Monorail Systems – could they be an effective solution?


by Nicoletta Moss

Monorail Systems

Photo by Brian McGowan on Unsplash

The President of Malta, George Vella, says yes: “Transport is one of the biggest contributors to pollution, and whilst we discuss having more electric cars, we should also start thinking about other methods of transportation. I have many times expressed the view that the monorail system would be effective for Malta.

Let’s have a closer look.

Monorails look cool, take less space up than underground systems, and can be also cheaper to build.  There are two versions: one where the train wraps themselves around the line at the bottom of the wagon – and then there is the version which hangs from the top. These are great for single lines, with no branches along the way, as these are complicated to build and hard to maintain. Some Monorails are already over 120 years in use like the “Schwebebahn” in Wuppertal, Germany.

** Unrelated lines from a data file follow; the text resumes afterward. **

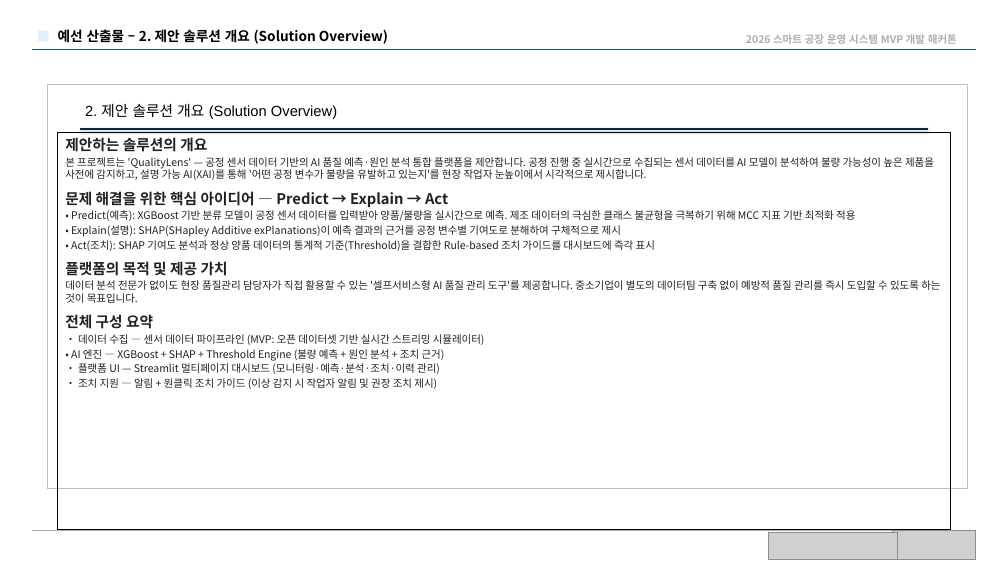
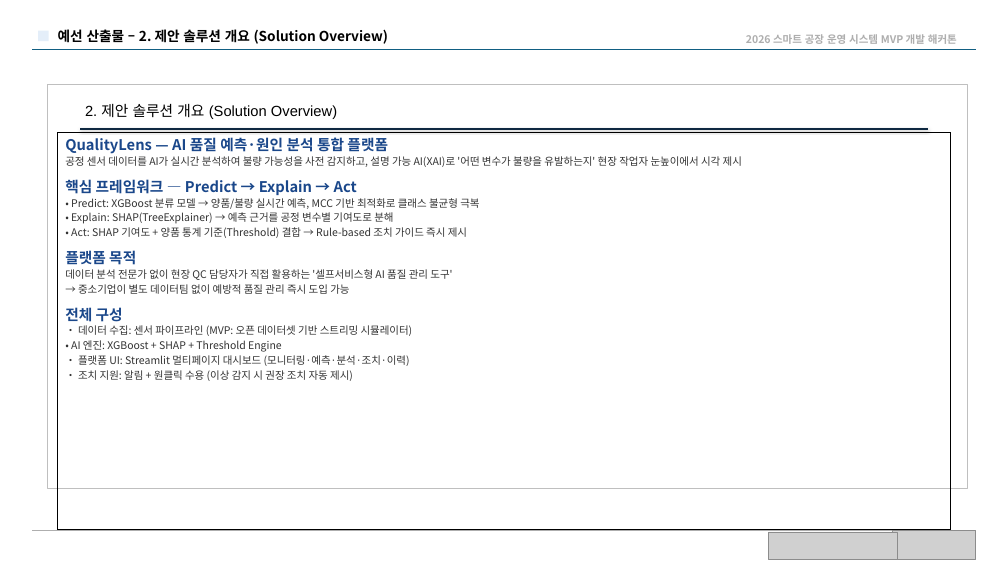
Before and after one commit to Dacon-Organization/qualitylens, a slide deck: slide 3 of QualityLens_기획서.pptx. Drawn at 1008x567 pixels with LibreOffice and Linux fonts; fonts in the diff are those of the drawing; grey boxes stand for pictures. Boxes give left, top, right and bottom in pixels: in the first picture for what was removed or moved away, otherwise in the second. Text is boxed around its words. In the diff, an @@ line names an element or a change of style, - is before the commit and + after.

```diff
--- a/QualityLens_기획서.pptx
+++ b/QualityLens_기획서.pptx
@@ text in rectangle at bbox=[65, 136, 742, 381]: text changed; text colour #202124 to #333333 @@
-제안하는 솔루션의 개요
-본 프로젝트는 'QualityLens' — 공정 센서 데이터 기반의 AI 품질 예측·원인 분석 통합 플랫폼을 제안합니다. 공정 진행 중 실시간으로 수집되는 센서 데이터를 AI 모델이 분석하여 불량 가능성이 높은 제품을 사전에 감지하고, 설명 가능 AI(XAI)를 통해 '어떤 공정 변수가 불량을 유발하고 있는지'를 현장 작업자 눈높이에서 시각적으로 제시합니다.
-문제 해결을 위한 핵심 아이디어 — Predict → Explain → Act
-• Predict(예측): XGBoost 기반 분류 모델이 공정 센서 데이터를 입력받아 양품/불량을 실시간으로 예측. 제조 데이터의 극심한 클래스 불균형을 극복하기 위해 MCC 지표 기반 최적화 적용
-• Explain(설명): SHAP(SHapley Additive exPlanations)이 예측 결과의 근거를 공정 변수별 기여도로 분해하여 구체적으로 제시
-• Act(조치): SHAP 기여도 분석과 정상 양품 데이터의 통계적 기준(Threshold)을 결합한 Rule-based 조치 가이드를 대시보드에 즉각 표시
-플랫폼의 목적 및 제공 가치
-데이터 분석 전문가 없이도 현장 품질관리 담당자가 직접 활용할 수 있는 '셀프서비스형 AI 품질 관리 도구'를 제공합니다. 중소기업이 별도의 데이터팀 구축 없이 예방적 품질 관리를 즉시 도입할 수 있도록 하는 것이 목표입니다.
-전체 구성 요약
-• 데이터 수집 — 센서 데이터 파이프라인 (MVP: 오픈 데이터셋 기반 실시간 스트리밍 시뮬레이터)
-• AI 엔진 — XGBoost + SHAP + Threshold Engine (불량 예측 + 원인 분석 + 조치 근거)
-• 플랫폼 UI — Streamlit 멀티페이지 대시보드 (모니터링·예측·분석·조치·이력 관리)
-• 조치 지원 — 알림 + 원클릭 조치 가이드 (이상 감지 시 작업자 알림 및 권장 조치 제시)
+QualityLens — AI 품질 예측·원인 분석 통합 플랫폼
+공정 센서 데이터를 AI가 실시간 분석하여 불량 가능성을 사전 감지하고, 설명 가능 AI(XAI)로 '어떤 변수가 불량을 유발하는지' 현장 작업자 눈높이에서 시각 제시
+핵심 프레임워크 — Predict → Explain → Act
+• Predict: XGBoost 분류 모델 → 양품/불량 실시간 예측, MCC 기반 최적화로 클래스 불균형 극복
+• Explain: SHAP(TreeExplainer) → 예측 근거를 공정 변수별 기여도로 분해
+• Act: SHAP 기여도 + 양품 통계 기준(Threshold) 결합 → Rule-based 조치 가이드 즉시 제시
+플랫폼 목적
+데이터 분석 전문가 없이 현장 QC 담당자가 직접 활용하는 '셀프서비스형 AI 품질 관리 도구'
+→ 중소기업이 별도 데이터팀 없이 예방적 품질 관리 즉시 도입 가능
+전체 구성
+• 데이터 수집: 센서 파이프라인 (MVP: 오픈 데이터셋 기반 스트리밍 시뮬레이터)
+• AI 엔진: XGBoost + SHAP + Threshold Engine
+• 플랫폼 UI: Streamlit 멀티페이지 대시보드 (모니터링·예측·분석·조치·이력)
+• 조치 지원: 알림 + 원클릭 수용 (이상 감지 시 권장 조치 자동 제시)
```
Also in this commit, not shown: 6 other slides changed, 11 other files.

Others have been pulled down only after a few years of use, like the one in Sydney. 

The key to attracting ridership is the need to provide a transit system with efficient and reliable service through fully automated driverless operation, which not only provides enhanced reliability but also operational flexibility, reduced energy consumption and increased passenger safety, says Peter Timan on Springer.  

He continues stating that although monorail systems have been around for many years, only recent developments such as Bombardier’s INNOVIA Monorail 300 System have permitted transit authorities to now consider monorail as a mainstream contender to meet their mass transit requirements. Bombardier is one of the most established monorail suppliers – with a 50-year history and over 40 deployments worldwide 

But there are other interesting products on the market too. One I especially like are Cable Car solutions – with the best success story in La Paz, Bolivia. The system has not only transformed the city but does not depend on any subsidy.  Actually, it has made a surplus of $5.9MILLION in the four years since opening on fares of a few cents.  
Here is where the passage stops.